Saturday, November 30, 2019

Fun with Bugs #90 - On MySQL Bug Reports I am Subscribed to, Part XXIV

Previous post in this series was published 3 months ago and the last Bug #96340 from it is already closed as fixed in upcoming MySQL 8.0.19. I've picked up 50+ more bugs to follow since that time, so I think I should send quick status update about interesting public MySQL bug reports that are still active.

As usual I concentrate mostly on InnoDB, replication and optimizer bugs. Here is the list, starting from the oldest:
  • Bug #96374  - "binlog rotation deadlock when innodb concurrency limit setted". This bug was reported by Jia Liu, who used gdb to show threads deadlock details. I admit that recently more bug reporters use gdb and sysbench with custom(ized) Lua scripts to prove the point, and I am happy to see this happening!
  • Bug #96378 - "Subquery with parameter is exponentially slower than hard-coded value". In my primitive test with user variables replaced by constants (on MariaDB 10.3.7) I get the same plan for the query, so I am not 100% sure that the analysis by my dear friend Sinisa Milivojevic was right and it's about optimization (and not comparing values with different collations, for example). But anyway, this problem reported by Jeff Johnson ended up as a verified feature request. Let's see what may happen to it next.
  • Bug #96379 - "First query successful, second - ERROR 1270 (HY000): Illegal mix of collations ". This really funny bug was reported by Владислав Сокол.
  • Bug #96400 - "MTS STOP SLAVE takes over a minute when master crashed during event logging". Nice bug report by Przemyslaw Malkowski from Percona, who used sysbench and dbdeployer to demonstrate the problem. Later Przemysław Skibiński (also from Percona) provided a patch to resolve the problem.
  • Bug #96412 - "Mess usages of latch meta data for InnoDB latches (mutex and rw_lock)". Fungo Wang had to make a detailed code analysis to get this bug verified.

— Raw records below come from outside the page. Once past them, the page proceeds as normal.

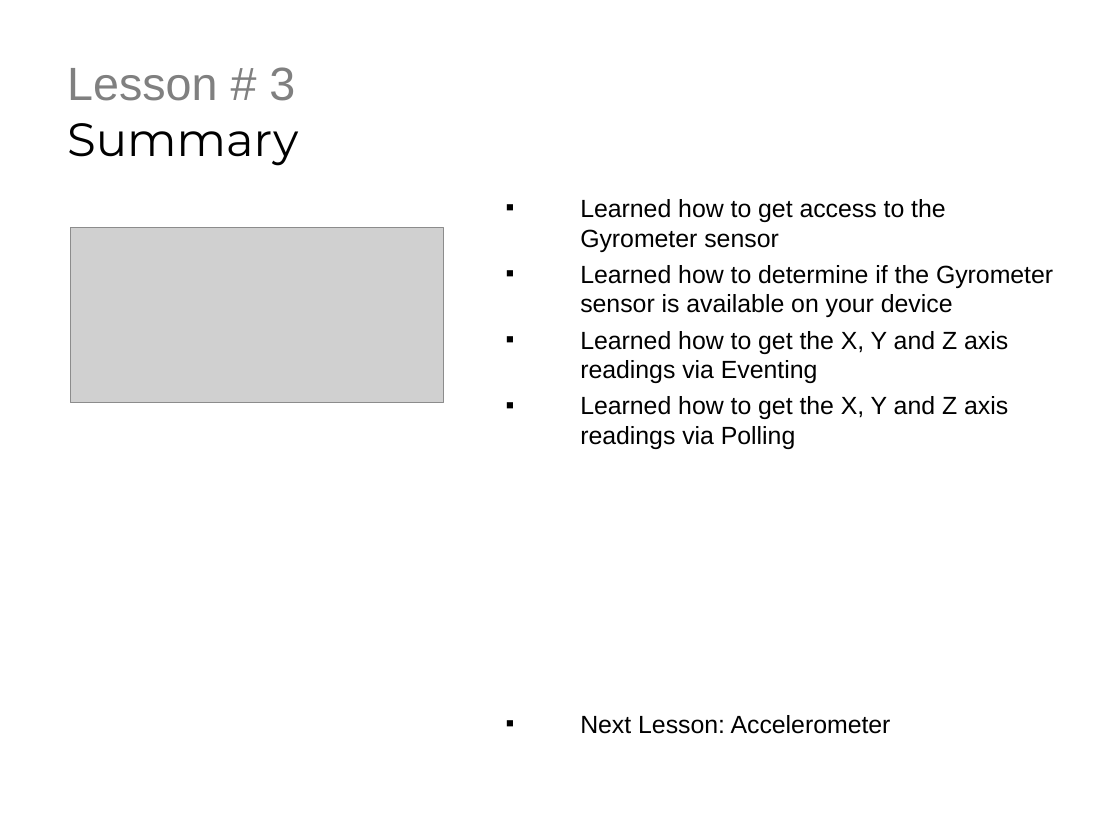
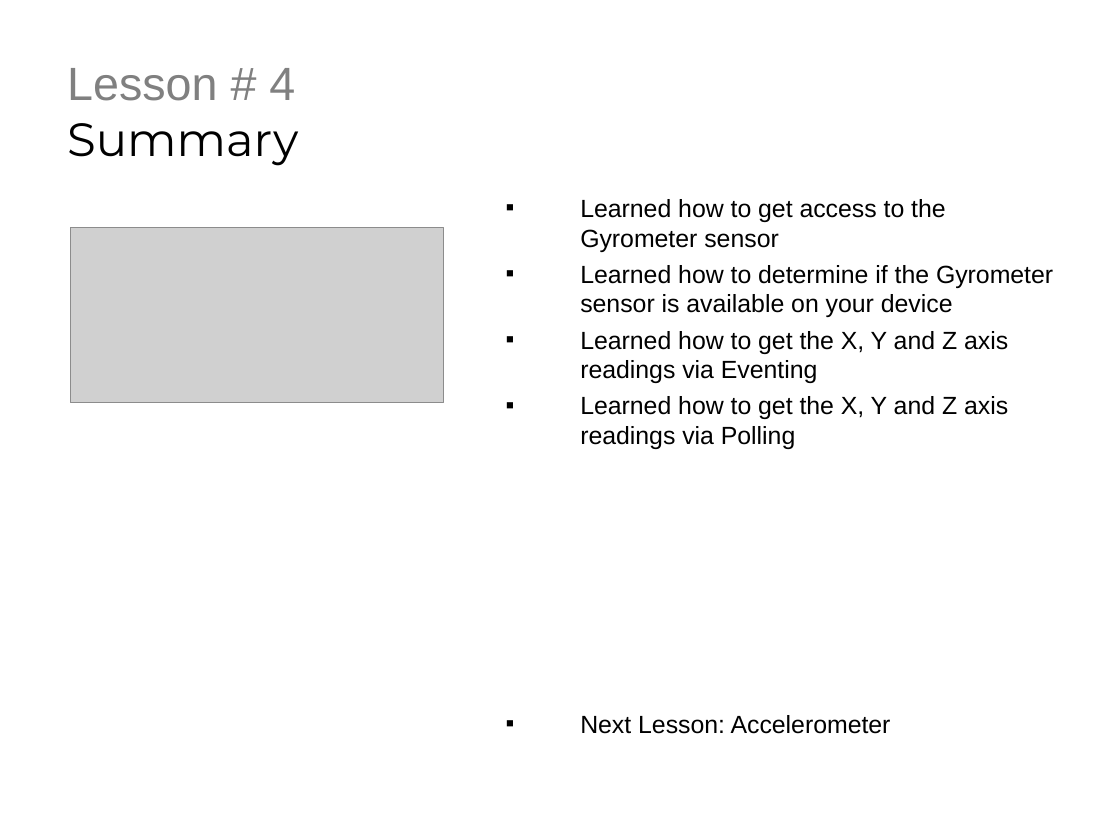
Before and after one commit to derikwhittaker/LiveLessons.WinRT, a slide deck: slide 3 of Chapter.8.DeviceSensors/Lesson.4.Gyrometer/Chapter.8.Lesson.4.ppt. Drawn at 1120x840 pixels with LibreOffice and Linux fonts; fonts in the diff are those of the drawing; grey boxes stand for pictures; background and template pictures are left out. Boxes give left, top, right and bottom in pixels: in the first picture for what was removed or moved away, otherwise in the second. Text is boxed around its words. In the diff, an @@ line names an element or a change of style, - is before the commit and + after.

Commit message:
Accelerometer PPT

```diff
--- a/Chapter.8.DeviceSensors/Lesson.4.Gyrometer/Chapter.8.Lesson.4.ppt
+++ b/Chapter.8.DeviceSensors/Lesson.4.Gyrometer/Chapter.8.Lesson.4.ppt
@@ title at bbox=[67, 68, 298, 166]: text changed @@
-Lesson # 3
-Summary
+Lesson # 4
+Summary
```
Also in this commit, not shown: 2 other files.
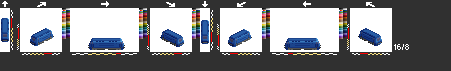
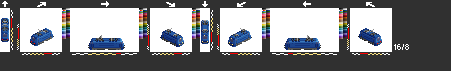
The second 451px x 71px image is a revision of the first. Changes to its layers:
showed "light" over bbox(2, 19, 381, 45)

I am not sure why it ended up with severity S6 (Debug Builds) though.
  • Bug #96414 - "CREATE TABLE events in wrong order in a binary log.". This bug was reported by Iwo P. His test case to demonstarte the problem included small source code modification, but (unlike with some other bug reports) this had NOT prevented accepting it as a true, verified bug. The bug not affect MySQL 8.0.3+ thanks to WL#6049 "Meta-data locking for FOREIGN KEY tables" implemented there.
  • Bug #96472 - "Memory leak after 'innodb.alter_crash'". Yet another bug affecting only MySQL 4.7 and not MySQL 8.0. It was reported by Yura Sorokin from Percona.
  • Bug #96475 - "ALTER TABLE t IMPORT TABLESPACE blocks SELECT on I_S.tables.".  Clear and simple "How to repeat" instructions (using dbdeployer) by Jean-François Gagné. See also his related Bug #96477 - "FLUSH TABLE t FOR EXPORT or ALTER TABLE t2 IMPORT TABLESPACE broken in 8.0.17" for MySQL 8. The latter is a regression bug (without a regression tag), and I just do not get how the GA releases with such new bugs introduced may happen.
  • Bug #96504 - "Refine atomics and barriers for weak memory order platform". Detailed analysis, with links to code etc from Cai Yibo.
  • Bug #96525 - "Huge malloc when open file limit is high". Looks more like a systemd problem (in versions < 240) to me. Anyway, useful report from Andreas Hasenack.
  • Bug #96615 - "mysql server cannot handle write operations after set system time to the past". A lot of arguments were needed to get this verified, but Shangshang Yu was not going to give up. First time I see gstack used in the bug report to get a stack trace quickly. It's a part of gdb RPM on CentOS 6+. I have to try it vs gdb and pstack one day and decide what is the easiest and most efficient way to get backtraces of all threads in production...
  • Bug #96637 - "Clone fails on just upgraded server from 5.7". I had not used MySQL 8 famous clone plugin yet in practice, but I already know that it has bugs. This bug was reported by Satya Bodapati, who also suggested a patch.
  • Bug #96644 - "Set read_only on a master waiting for semi-sync ACK blocked on global read lock". Yet another problem (documented limitation) report from Przemyslaw Malkowski. Not sure why it was not verified on MySQL 8.0. Without a workaround to set master to read only it is unsafe to use long rpl_semi_sync_master_timeout values, as we may end up with that long downtime.
  • Bug #96677 - ""SELECT ... INTO var_name FOR UPDATE" not working in MySQL 8". This regression bug was reported by Vinodh Krish. Some analysis and patch were later suggested by Zsolt Parragi.
  • Bug #96690 - "sql_require_primary_key should not apply to temporary tables". This bug was also reported by Przemyslaw Malkowski from Percona. It ended up as a verified feature request, but not everyone in community is happy with this. Let me quote:
    "[30 Aug 8:08] Jean-François Gagné
    Could we know what was the original severity of this bug as reported by Przemyslaw ? This is now hidden as it has been reclassified as S4 (Feature Request).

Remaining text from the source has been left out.